Tajemnica Cieni - rozdział 5

Rozdział V
Złe duchy

   To była ciemna i tajemnicza noc. Na zewnątrz rozpętała się straszliwa burza, wstrząsając oknami Alfei. Mimo to wszyscy wewnątrz szkoły zdawali się być pogrążeni w głębokim śnie.
   Prawie wszyscy. Musa przewróciła się na drugi bok i starała się zapomnieć o tym nieszczęsnym dniu, ale wspomnienia nadal nie dawały jej spokoju. Podczas jednej z jej prób rozpętała się wielka bójka - w każdym razie tak wielka, jak może być, kiedy bije się siedem osób.

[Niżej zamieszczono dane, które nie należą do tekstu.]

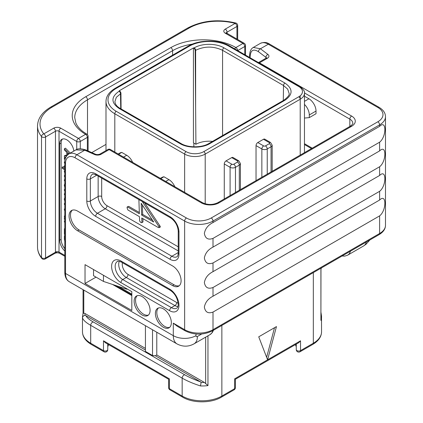<?xml version="1.0" encoding="UTF-8"?>
<svg xmlns="http://www.w3.org/2000/svg" width="423" height="423" viewBox="0 0 423 423"><rect width="100%" height="100%" fill="white"/><g stroke="black" fill="none" stroke-linecap="round" stroke-linejoin="round"><path stroke-width="0.63" d="M131.823 295.582L112.55 284.457M213.002 296.222L213.002 287.513C208.137 289.29 205.261 287.624 204.362 282.527C205.261 277.758 208.137 274.136 213.002 271.661L213.002 262.953C208.137 264.729 205.261 263.064 204.362 257.967C205.261 253.197 208.137 249.575 213.002 247.101L213.002 238.392C208.137 240.169 205.261 238.503 204.362 233.406C205.261 228.637 208.137 225.015 213.002 222.54L379.616 126.345C386.622 119.286 386.622 136.719 379.616 142.197L379.616 150.905C386.622 143.846 386.622 161.279 379.616 166.757L379.616 175.466C386.622 168.407 386.622 185.84 379.616 191.318L379.616 200.026C386.622 192.967 386.622 210.4 379.616 215.878L379.616 233.496A2.506 1.449 60 0 1 379.093 234.643C383.312 232.09 385.443 228.975 385.485 225.311A20.055 11.58 0 0 1 379.616 233.496L213.002 329.686L213.002 312.074C208.137 313.85 205.261 312.185 204.362 307.087C205.261 302.318 208.137 298.696 213.002 296.222L379.616 200.026M258.511 62.609A2.506 1.449 60 0 1 259.442 62.842L267.458 58.215A5.013 2.892 0 0 0 267.896 54.408L260.425 48.767L253.308 47.45C250.939 48.745 249.713 51.463 249.623 55.603L249.623 57.48M126.948 288.846L126.948 289.258L103.461 281.427L93.536 275.696L93.536 269.557M64.798 250.992A10.025 5.79 60 0 1 59.717 240.206L59.717 143.931A10.025 5.79 60 0 1 61.795 139.341A10.025 5.79 60 0 1 69.102 141.605A10.025 5.79 60 0 1 73.84 151.064M91.78 152.603L105.993 144.391M234.665 48.841A2.506 1.443 119.8 0 1 235.902 47.535L242.992 43.442L225.269 33.206A5.013 2.892 180 0 1 225.269 29.113L235.167 23.397A41.11 23.736 0 0 0 188.896 28.172L52.061 107.172A41.11 23.736 0 0 0 43.791 133.89L53.689 128.174A5.013 2.892 180 0 1 60.78 128.174L78.504 138.406L85.594 134.313A46.123 26.628 180 0 1 85.737 96.735L170.818 47.614A46.123 26.628 180 0 1 235.902 47.535A2.506 1.449 60 0 1 237.673 50.58M52.061 107.172A2.506 1.449 -120 0 0 50.808 107.051C42.157 112.18 37.726 118.498 37.515 126.001A43.617 25.179 0 0 0 41.512 136.539L41.512 257.538A2.506 1.449 0 0 0 45.562 257.956L55.466 252.24A5.013 2.892 -60 0 1 55.461 252.082L55.461 131.241L45.562 136.957A2.506 1.449 60 0 0 43.791 133.89A2.506 1.861 141.4 0 0 41.512 136.539A2.506 1.449 0 0 0 45.562 136.957L45.562 257.956A2.305 1.332 60 0 1 45.087 259.013L54.99 253.298A2.305 1.332 60 0 0 55.466 252.24L59.463 253.187M87.365 150.651L87.365 137.38A2.506 1.449 0 0 0 88.1 136.359A2.506 2.506 0 0 0 86.858 134.191A2.506 1.454 -59.8 0 0 85.594 134.313A2.506 1.449 60 0 1 87.365 137.38L80.28 141.478A2.506 1.449 60 0 0 78.504 138.406A2.506 1.449 120 0 0 76.732 141.478A2.506 1.449 0 0 0 80.28 141.478L80.28 148.737M235.812 23.022A2.506 0.857 -75.1 0 0 235.167 23.397A2.506 1.449 60 0 1 236.938 26.469A2.506 1.449 0 0 0 237.673 25.443A2.506 2.506 0 0 0 235.812 23.022C218.019 18.876 201.961 20.547 187.643 28.05L50.808 107.051M237.694 50.591L244.764 46.509A2.506 1.449 60 0 0 242.992 43.442A2.506 1.449 -60 0 1 244.245 43.315L226.215 32.851L226.305 33.206M231.719 157.605A2.506 1.449 -60 0 1 232.973 157.478L238.784 160.835A2.506 1.449 -60 0 0 237.53 160.962L231.719 157.605L226.046 160.877L231.862 164.235A1.306 0.751 0 0 0 233.702 164.235L237.53 162.025A2.506 1.449 60 0 1 239.307 165.092A3.812 2.2 0 0 0 240.423 163.537L238.784 160.835M224.275 198.958L224.275 163.95A2.506 1.449 -60 0 1 226.046 160.877M256.037 180.621L256.037 145.612A2.506 1.449 -60 0 1 257.808 142.54L263.624 145.898A1.306 0.751 0 0 0 265.464 145.898L269.292 143.688A2.506 1.449 60 0 1 271.069 146.755A3.812 2.2 0 0 0 272.185 145.2L270.551 142.498L264.735 139.141A2.506 1.449 -60 0 0 263.481 139.267L257.808 142.54M119.085 108.441C110.926 102.71 110.926 96.983 119.085 91.252L119.535 90.993L119.201 90.802L193.433 47.942L194.215 47.873C201.94 43.167 216.259 43.167 223.989 47.873L284.938 83.061C293.097 88.793 293.097 94.525 284.938 100.256L209.808 143.63C202.083 148.341 187.764 148.341 180.034 143.63L119.085 108.441A2.004 1.158 -60 0 1 120.09 108.341L120.09 108.341A2.004 1.158 -60 0 1 120.09 108.346C116.864 106.57 115.141 104.312 114.924 101.562L116.341 97.301L120.952 93.43L121.073 108.912M119.535 90.993A2.004 1.158 60 0 1 120.952 93.43M212.531 141.382A19.051 10.998 0 0 0 195.918 144.264L193.433 142.826L193.433 47.942M195.183 50.575L195.632 50.316L195.632 107.95L195.183 50.575A2.004 1.158 -120 0 0 193.766 48.132M195.632 107.95L195.918 144.264M103.482 340.795L169.38 378.839C168.417 379.394 168.417 379.394 169.38 378.839L169.38 388.663A2.506 1.449 180 0 1 168.645 387.642A2.506 2.506 0 0 0 169.898 389.81A2.506 1.449 -60 0 1 169.38 388.663L182.16 396.044L182.16 378.141L90.702 325.335C85.816 322.522 83.093 320.021 82.517 317.826A28.077 16.206 180 0 1 82.474 316.959L82.474 331.78A28.077 16.206 180 0 0 90.702 343.238L103.482 350.619L103.482 340.795L105.253 342.667L168.645 379.262L168.645 387.642M107.759 349.594A2.506 1.449 180 0 1 106.215 350.931A2.506 1.449 180 0 1 103.482 350.619A2.506 1.449 -60 0 0 104 351.767A2.506 2.506 0 0 0 107.759 349.594L107.759 344.111M107.759 346.252L108.262 345.924L108.262 344.401M184.819 374.831C188.996 377.253 194.273 379.611 200.645 381.911L201.105 382.471L200.507 385.95C193.142 383.555 187.024 380.954 182.16 378.141A2.506 1.449 -60 0 1 184.819 374.831L93.356 322.025C89.147 319.603 86.683 317.493 85.969 315.701L85.002 315.436C83.49 315.611 82.659 316.409 82.517 317.826M200.645 381.911L155.357 355.764L156.78 354.945L204.357 382.418L207.963 385.607A28.077 16.206 180 0 1 200.507 385.95M145.433 350.033L85.969 315.701M155.357 355.764L152.523 355.51L145.433 351.418L145.433 325.684M145.433 348.399L85.092 313.559L83.791 313.179L83.114 313.522M82.474 316.959L83.056 313.417M152.523 329.776L152.523 355.51M156.78 354.945L156.78 332.229M258.733 336.819L267.595 359.814L276.457 326.582L258.733 336.819M266.627 357.308L274.522 327.698M235.378 387.642A2.506 1.449 180 0 1 234.643 388.663A2.506 1.449 -120 0 1 234.125 389.81A2.506 2.506 0 0 0 235.378 387.642L235.378 379.262L298.77 342.667L300.542 340.795L234.643 378.839C235.606 379.394 235.606 379.394 234.643 378.839L234.643 388.663L221.864 396.044A28.077 16.206 180 0 1 182.16 396.044A2.506 1.449 -60 0 0 182.678 397.192L169.898 389.81M296.264 344.111L296.264 349.594A2.506 2.506 0 0 0 300.023 351.767A2.506 1.449 -120 0 0 300.542 350.619A2.506 1.449 180 0 1 297.808 350.931A2.506 1.449 180 0 1 296.264 349.594M320.967 314.992L321.506 316.092A28.077 16.206 180 0 1 321.549 316.959A28.077 16.206 180 0 1 320.909 320.396L320.909 269.308A28.077 16.206 0 0 0 321.3 268.008M321.343 267.986L320.967 269.43L320.909 320.396M295.762 344.401L295.762 345.924L296.264 346.252M85.028 283.473L131.823 310.493L131.823 291.664L85.028 264.645L85.028 283.473L96.016 277.128M103.461 275.288L103.461 281.427M259.193 63.006A2.506 1.449 -60 0 1 259.442 62.842L351.608 116.055A12.531 7.239 0 0 1 351.608 126.292L219.029 202.834A12.531 7.239 0 0 1 201.3 202.834L109.134 149.62A2.506 1.449 120 0 1 110.387 149.499L202.554 202.712A2.506 1.449 120 0 0 201.3 202.834M304.465 118.054L309.282 117.62L316.018 113.734L316.018 111.064A10.025 5.79 60 0 0 308.927 98.781L304.465 96.206M309.282 117.62L309.282 114.95A10.025 5.79 -120 0 0 304.465 104.418M110.387 149.499A2.506 2.506 0 0 0 107.881 149.499A2.506 1.449 60 0 1 109.134 149.62L101.113 154.252A5.013 2.892 0 0 1 94.525 154.506L84.753 150.191L76.875 154.739L186.416 217.982A17.549 10.131 0 0 0 211.23 217.982L377.839 121.787A2.506 1.449 60 0 1 379.616 124.859L379.616 126.345M85.763 149.943C81.094 148.436 77.784 148.425 75.828 149.916L84.753 150.191A2.506 1.243 113.8 0 1 85.763 149.943L95.535 154.258A2.506 1.243 113.8 0 0 94.525 154.506M213.002 238.392L379.616 142.197M213.002 247.101L379.616 150.905M213.002 262.953L379.616 166.757M213.002 271.661L379.616 175.466M213.002 287.513L379.616 191.318M213.002 312.074L379.616 215.878M185.163 330.834C194.268 335.212 203.373 335.212 212.483 330.834A2.506 1.449 60 0 0 213.002 329.686A20.055 11.58 0 0 1 184.64 329.686A2.506 1.449 120 0 0 185.163 330.834L177.211 326.244L173.298 323.14L184.64 329.686L184.64 221.049A20.055 11.58 0 0 0 213.002 221.049L379.616 124.859A20.055 11.58 0 0 0 385.485 116.669L385.485 225.311M155.394 313.459A11.278 6.514 -120 0 0 160.317 324.811A11.278 6.514 -120 0 0 169.01 327.83A11.278 6.514 -120 0 0 171.347 322.67A11.278 6.514 -120 0 0 166.424 311.317A11.278 6.514 -120 0 0 157.731 308.293A11.278 6.514 -120 0 0 155.394 313.459M134.128 301.181A11.278 6.514 -120 0 0 139.051 312.528A11.278 6.514 -120 0 0 147.743 315.553A11.278 6.514 -120 0 0 150.08 310.387A11.278 6.514 -120 0 0 145.152 299.035A11.278 6.514 -120 0 0 136.46 296.015A11.278 6.514 -120 0 0 134.128 301.181M77.583 230.752L172.589 285.604A12.034 6.948 60 0 0 178.606 286.197A12.034 6.948 60 0 0 180.447 276.557A12.034 6.948 60 0 0 172.589 265.956L77.583 211.103A12.034 6.948 60 0 0 71.566 210.506A12.034 6.948 60 0 0 69.721 220.15A12.034 6.948 60 0 0 77.583 230.752L79.001 229.932L174.006 284.785A12.034 6.948 -120 0 0 179.273 285.715M138.887 199.577L139.368 213.742L127.661 206.99L126.99 207.587L127.868 209.967L139.458 216.661L139.638 221.033L140.875 222.53L141.552 222.688L143 221.853L142.614 222.075L143 221.853L142.868 218.633M160.021 227.072L160.407 226.876L159.841 225.771L144.645 202.903M139.326 212.489L128.729 206.371L127.196 206.905L128.729 206.371M159.841 225.771L158.778 226.384L142.26 201.522M141.552 222.688L141.938 222.466L141.758 217.988L158.239 227.505L159.344 227.489L158.778 226.384M158.958 227.685L160.407 226.876M141.62 215.043L141.192 203.289L153.708 222.022L141.62 215.043L142.683 214.429L142.34 205.007M152.37 220.023L142.683 214.429M158.488 307.965A11.278 6.514 -120 0 0 156.811 312.639A11.278 6.514 -120 0 0 161.279 323.489A11.278 6.514 -120 0 0 169.676 327.344M137.216 295.682A11.278 6.514 -120 0 0 135.545 300.362A11.278 6.514 -120 0 0 140.008 311.206A11.278 6.514 -120 0 0 148.404 315.066M72.317 210.173A12.034 6.948 -120 0 0 71.35 219.981A12.034 6.948 -120 0 0 79.001 229.932M165.737 181.451L168.904 179.627A10.025 5.79 60 0 1 174.805 186.691M168.904 179.627L163.939 176.761L162.961 177.015A10.025 5.79 60 0 0 162.115 177.364L160.38 178.363M160.772 178.585L163.939 176.761M123.553 157.097L126.715 155.273A10.025 5.79 60 0 1 132.621 162.332M126.715 155.273L121.755 152.407L120.777 152.661A10.025 5.79 60 0 0 119.931 153.004L118.197 154.009M118.588 154.231L121.755 152.407M62.551 139.019A10.025 5.79 -120 0 0 61.134 143.111L61.134 239.392A10.025 5.79 -120 0 0 64.798 248.671M66.76 155.389L65.459 155.22L64.396 155.833L64.396 157.192L65.808 157.34M70.313 153.1L65.459 148.15L64.396 148.764L64.396 150.028L66.76 152.38L66.76 155.78M65.718 157.536L64.396 158.001L64.396 159.106L65.084 159.503M64.798 167.482L63.297 166.614L62.229 167.233L62.229 168.338L64.798 169.819M69.25 153.713L64.396 148.764M66.511 156.113L64.396 155.833M67.601 154.866L67.601 153.211L68.526 154.146M65.338 158.546L64.396 158.001M64.798 165.509L64.396 165.742L64.396 166.842L64.798 167.069M64.798 165.975L64.396 165.742M64.809 161.639L64.396 161.877L64.396 162.982L64.798 163.215M64.798 162.109L64.396 161.877M64.798 168.714L62.229 167.233M64.983 169.924L64.27 171.225L64.798 173.229M64.798 175.249L64.396 175.476L64.396 176.581L64.798 176.814M64.798 175.709L64.396 175.476M64.798 179.452L64.396 179.685L64.396 180.79L64.798 181.023M64.798 179.918L64.396 179.685M65.031 183.307L64.27 185.142L64.798 187.384M64.798 189.24L64.396 189.472L64.396 190.577L64.798 190.81M64.798 189.7L64.396 189.472M64.798 193.438L64.396 193.665L64.396 194.77L64.798 195.003M64.798 193.898L64.396 193.665M65.026 197.261L64.27 199.043L64.798 201.248M64.798 203.209L64.396 203.442L64.396 204.547L64.798 204.774M64.798 203.669L64.396 203.442M64.798 208.676L64.396 208.909L64.396 210.173L64.798 210.569M64.798 209.316L64.396 208.909M64.798 215.746L64.396 215.979L64.396 217.337L64.798 217.374M64.798 216.031L64.396 215.979M64.798 217.919L64.396 218.152L64.396 219.257L64.798 219.489M64.798 218.384L64.396 218.152M64.798 220.695L64.396 220.928L64.396 222.033L64.798 222.265M64.798 221.16L64.396 220.928M64.798 228.489L64.396 228.716L64.396 234.342L64.798 234.575M64.798 228.949L64.396 228.716M64.798 235.484L64.396 235.717L64.396 239.148L64.915 241.887M64.798 235.944L64.396 235.717M377.839 121.787A17.549 10.131 0 0 0 377.839 107.458A2.506 1.449 -60 0 1 379.093 107.336L269.557 44.092C266.786 42.184 263.693 41.956 260.282 43.426L253.308 47.45M377.839 107.458L268.304 44.219L260.425 48.767A2.506 1.623 -52.9 0 0 258.432 51.691C253.377 48.555 250.612 50.152 250.136 56.481L250.136 57.777M265.908 58.263L265.908 57.332A2.506 1.623 -52.9 0 1 267.896 54.408M266.384 57.972A2.506 1.449 0 0 0 265.908 57.332L258.432 51.691M342.096 256.005L344.676 256.132L347.579 255.206A16.042 9.264 -120 0 0 350.477 251.167M369.839 239.989L366.138 244.171L363.531 245.996A16.042 9.264 -120 0 0 366.429 241.956M260.282 43.426A16.042 9.264 -120 0 1 268.304 44.219A2.506 1.449 -60 0 1 269.557 44.092M250.136 56.481A2.506 1.449 180 0 1 249.623 55.603M131.823 294.117L118.556 286.461M64.798 255.423L59.009 252.082L59.009 131.241L76.732 141.478L76.732 149.467M244.764 54.673L244.764 46.509A2.506 1.449 0 0 0 245.499 45.488L245.499 55.096M170.818 47.614A2.506 1.449 60 0 1 172.589 50.686A43.617 25.179 180 0 1 192.38 44.129M188.896 28.172A2.506 1.449 -120 0 0 187.643 28.05M41.808 258.421C38.964 254.836 37.536 251.029 37.515 247.006A43.617 25.179 0 0 0 41.512 257.538A2.305 1.708 141.4 0 0 41.808 258.421C42.728 259.384 43.823 259.585 45.087 259.013M53.689 128.174A2.506 1.449 60 0 1 55.461 131.241A2.506 1.449 180 0 1 59.009 131.241A2.506 1.449 120 0 1 60.78 128.174M86.858 134.191L83.305 131.849C79.609 129.02 77.113 126.038 75.828 122.897L74.734 117.61A43.617 25.179 180 0 1 87.508 99.807L172.589 50.686L172.589 55.164M87.508 134.741L87.508 99.807A2.506 1.449 60 0 0 85.737 96.735M54.99 253.298C56.539 252.69 58.009 252.647 59.389 253.16L59.527 253.229A2.506 1.449 -60 0 1 59.009 252.082A2.506 1.449 0 0 0 55.461 252.082M236.938 39.096L236.938 26.469L227.04 32.185L227.04 34.231M226.342 32.968A2.506 1.449 180 0 1 227.04 32.185A2.506 1.449 60 0 0 225.269 29.113M225.269 33.206A2.506 1.449 -60 0 1 226.522 33.084M237.53 162.025A1.306 0.751 0 0 0 237.53 160.962M233.702 164.235A2.506 1.449 60 0 1 235.474 167.307L239.307 165.092L239.307 190.281M231.862 164.235A2.506 1.449 120 0 0 230.086 167.307A3.812 2.2 0 0 0 235.474 167.307L235.474 192.491M224.275 163.95L230.086 167.307L230.086 195.6M116.225 88.386A28.077 16.206 0 0 0 116.225 111.307L186.062 151.624A12.531 7.239 0 0 0 203.786 151.624L298.791 96.777A12.531 7.239 0 0 0 298.791 86.541L228.954 46.223A28.077 16.206 0 0 0 189.25 46.223L116.225 88.386A2.004 1.158 -120 0 0 115.22 88.285C109.166 91.923 106.088 96.322 105.993 101.483A30.081 17.364 0 0 0 114.807 113.766L184.64 154.083A14.541 8.391 0 0 0 205.203 154.083L205.203 203.812M186.062 151.624A2.004 1.158 120 0 0 184.64 154.083L184.64 192.37M116.225 111.307A2.004 1.158 120 0 0 114.807 113.766L114.807 152.047M300.208 95.799L300.208 99.231A14.541 8.391 0 0 0 304.465 93.298L304.465 152.661M203.786 151.624A2.004 1.158 60 0 1 205.203 154.083L300.208 99.231L300.208 155.119M269.292 143.688A1.306 0.751 0 0 0 269.292 142.62L263.481 139.267M269.292 142.62A2.506 1.449 -60 0 1 270.551 142.498M265.464 145.898A2.506 1.449 60 0 1 267.241 148.965L271.069 146.755L271.069 171.944M263.624 145.898A2.506 1.449 120 0 0 261.853 148.965A3.812 2.2 0 0 0 267.241 148.965L267.241 174.154M256.037 145.612L261.853 148.965L261.853 177.263M298.791 96.777A2.004 1.158 60 0 1 300.208 99.231M298.791 86.541A2.004 1.158 -60 0 1 299.791 86.445L229.953 46.123C219.014 39.482 199.191 39.482 188.246 46.123L115.22 88.285M228.954 46.223A2.004 1.158 -60 0 1 229.953 46.123M189.25 46.223A2.004 1.158 -120 0 0 188.246 46.123M119.085 91.252A2.004 1.158 60 0 1 120.502 93.689L120.74 108.716M193.856 146.807L193.856 143.074M194.215 47.873A2.004 1.158 60 0 1 195.632 50.316C204.605 46.044 213.589 46.044 222.572 50.316L283.521 85.504L287.682 89.116L289.099 93.377C289.686 94.831 287.968 97.094 283.933 100.156L208.809 143.529C201.84 147.87 188.002 147.87 181.033 143.529L120.09 108.341M223.989 47.873A2.004 1.158 120 0 0 222.572 50.316L222.572 135.582M284.938 83.061A2.004 1.158 120 0 0 283.521 85.504L283.283 100.531M284.938 100.256A2.004 1.158 -120 0 0 283.933 100.156M209.808 143.63A2.004 1.158 -120 0 0 208.809 143.529M180.034 143.63A2.004 1.158 -60 0 1 181.033 143.529M93.356 322.025A2.506 1.449 -60 0 0 90.702 325.335L90.702 343.238A2.506 1.449 -60 0 0 91.22 344.385C85.499 340.959 82.58 336.756 82.474 331.78M207.963 335.814L207.963 385.607M221.864 325.419L221.864 396.044A2.506 1.449 -120 0 1 221.345 397.192C211.151 403.362 192.872 403.362 182.678 397.192M205.657 337.142L205.657 383.539M204.357 382.418A25.57 14.763 180 0 1 201.105 382.471M85.002 315.436A25.57 14.763 180 0 1 85.092 313.559M83.791 313.179L83.791 290.093M300.542 340.795L300.542 350.619L313.321 343.238L313.321 272.618M312.803 344.385A2.506 1.449 -120 0 0 313.321 343.238A28.077 16.206 180 0 0 321.549 331.78C321.443 336.756 318.524 340.959 312.803 344.385L300.023 351.767M202.554 202.712C207.63 205.044 212.7 205.044 217.776 202.712A2.506 1.449 60 0 1 219.029 202.834M217.776 202.712L350.355 126.165A2.506 1.449 60 0 1 351.608 126.292M350.355 126.165C352.417 124.547 353.226 123.564 352.771 123.22A10.025 5.79 0 0 0 349.837 119.127A2.506 1.449 -60 0 1 351.608 116.055M349.837 127.312L349.837 119.127L304.454 92.923M258.442 62.572L266.204 58.088A2.506 1.449 60 0 1 267.458 58.215M304.465 143.688L312.232 148.177M304.465 101.356L308.927 98.781M309.282 114.95L316.018 111.064M95.535 154.258C96.867 154.733 98.31 154.691 99.86 154.125A2.506 1.449 60 0 1 101.113 154.252M75.828 149.916L68.854 153.946A16.042 9.264 60 0 1 76.875 154.739A2.506 1.449 120 0 0 75.104 157.811L184.64 221.049A2.506 1.449 120 0 1 186.416 217.982M64.798 272.423A2.506 1.449 0 0 0 65.528 273.448A18.046 10.422 -60 0 0 69.266 281.707C66.39 280.01 64.904 276.917 64.798 272.423L64.798 162.31A2.506 1.449 0 0 0 65.528 163.336A13.536 7.815 60 0 1 75.104 157.811M211.23 217.982A2.506 1.449 60 0 1 213.002 221.049L213.002 222.54M65.528 163.336L65.528 273.448L173.298 335.666L173.298 323.14M95.661 216.343A12.531 7.239 60 0 1 86.8 200.994L86.8 178.887A12.531 7.239 60 0 1 95.661 173.774L170.109 216.75A12.531 7.239 60 0 1 178.971 232.1L178.971 254.207A12.531 7.239 60 0 1 170.109 259.325L95.661 216.343A2.506 1.449 -60 0 1 97.433 213.271A10.025 5.79 60 0 1 90.348 200.994L90.348 178.887A10.025 5.79 60 0 1 92.42 174.297C92.251 173.737 93.504 173.943 96.18 174.921L170.628 217.898C175.18 221.129 177.718 225.517 178.236 231.08L178.236 253.181C178.009 255.487 177.56 256.676 176.893 256.75A10.025 5.79 60 0 1 171.881 256.253L97.433 213.271L105.232 208.772A10.025 5.79 60 0 1 98.147 196.489L98.147 176.053M120.973 282.617A13.235 7.64 60 0 1 111.614 266.405A13.235 7.64 60 0 1 120.973 261.002L169.612 289.083A13.235 7.64 60 0 1 178.971 305.29A13.235 7.64 60 0 1 169.612 310.694L120.973 282.617A2.506 1.449 -60 0 1 122.744 279.545A10.728 6.192 60 0 1 115.738 270.091A10.728 6.192 60 0 1 117.383 261.493C117.393 260.875 118.763 261.091 121.491 262.149L170.131 290.231C175.059 293.493 177.75 298.405 178.21 304.962C178.041 306.664 177.554 307.733 176.745 308.156A10.728 6.192 60 0 1 171.384 307.627L122.744 279.545L126.292 277.499A10.728 6.192 60 0 1 119.307 261.287M69.266 281.707L177.036 343.925A18.046 10.422 -60 0 1 173.298 335.666A16.042 9.264 0 0 0 195.986 335.666L195.986 334.017M201.681 334.017L197.404 336.486A2.004 1.158 -60 0 1 195.986 335.666M212.933 330.575A16.042 9.264 60 0 1 210.035 334.619L194.083 343.83A16.042 9.264 -120 0 0 197.404 336.486M86.8 200.994A2.506 1.449 0 0 0 90.348 200.994L98.147 196.489A2.506 1.449 0 0 1 101.689 196.489L101.689 178.099M86.8 178.887A2.506 1.449 0 0 0 90.348 178.887L96.703 175.217M95.661 173.774A2.506 1.449 120 0 0 96.18 174.921M170.109 216.75A2.506 1.449 120 0 0 170.628 217.898M178.971 232.1A2.506 1.449 180 0 1 178.236 231.08M178.971 254.207A2.506 1.449 180 0 1 178.236 253.181M170.109 259.325A2.506 1.449 -60 0 1 171.881 256.253L178.236 252.584M178.236 250.918L105.232 208.772A2.506 1.449 -60 0 0 107.008 205.7A7.519 4.341 60 0 1 101.689 196.489M178.236 246.826L107.008 205.7M120.973 261.002A2.506 1.449 120 0 0 121.491 262.149M169.612 289.083A2.506 1.449 120 0 0 170.131 290.231M169.612 310.694A2.506 1.449 -60 0 1 171.384 307.627L174.926 305.58L126.292 277.499A2.506 1.449 -60 0 0 128.063 274.427A8.222 4.748 60 0 1 122.459 262.704M177.893 306.596A10.728 6.192 60 0 1 174.926 305.58A2.506 1.449 -60 0 0 176.703 302.508L128.063 274.427M178.178 303.143A8.222 4.748 60 0 1 176.703 302.508M174.006 284.785L172.589 285.604M160.507 178.432L162.961 177.015M118.324 154.078L120.777 152.661M59.717 240.206L61.134 239.392M59.717 143.931L61.134 143.111M385.485 116.669C385.443 113.004 383.312 109.89 379.093 107.336M363.531 245.996L347.579 255.206M88.1 136.359L88.1 150.974M131.823 294.963L115.082 285.303M64.798 256.269L59.527 253.229M37.515 126.001L37.515 247.006M237.673 39.524L237.673 25.443M245.499 45.488A2.506 2.506 0 0 0 244.245 43.315M240.423 163.537L240.423 189.636M105.993 101.483L105.993 150.588M272.185 145.2L272.185 171.299M304.465 93.298C305.057 91.638 303.503 89.353 299.791 86.445M104 351.767L91.22 344.385M83.056 313.401L83.056 289.67M234.125 389.81L221.345 397.192M321.501 315.96L321.549 331.78M321.501 315.981L320.967 312.354M266.204 58.088L266.511 57.861L266.421 58.215M304.465 144.539L311.502 148.6M99.86 154.125L107.881 149.499M64.798 162.31C64.523 158.953 65.877 156.166 68.854 153.946M212.483 330.834L379.093 234.643M213.467 330.268L212.288 332.568L210.035 334.619M194.083 343.83C188.489 346.897 182.805 346.929 177.036 343.925M159.265 227.622L160.328 227.008M141.853 222.635L142.916 222.022"/></g></svg>

   Jej instrumenty latały po całym dziedzińcu, ciskane w przeciwników wraz z zaklęciami. Kto by pomyślał, że nowi uczniowie tak się pokłócą? pomyślała Musa, siadając na skraju swojego łóżka. A zaczęło się od zwykłej kłótni rodzeństwa.
   Felix pogryzł się ze starszą siostrą, która postanowiła zostać wróżką i przybyła dziś do Alfei. To była zwykła trochę żartobliwa wymiana zdań jaką zwykle prowadzą rodzeństwa, ale inni przyjęli to inaczej. Trafia i Astia opowiedziały się za stroną Felixa, a przyjaciółki jego siostry za nią.
   Najpierw to była głośna kłótnia, po chwili jednak przeszli do rękoczynów i zaczęli obrzucać się nie tylko wyzwiskami, ale też klątwami i czarami. Nim Musie udało się ich powstrzymać zniszczyli kilka cennych instrumentów i poranili się wzajemnie, tak że kilku z nich wylądowało u szalonego doktora.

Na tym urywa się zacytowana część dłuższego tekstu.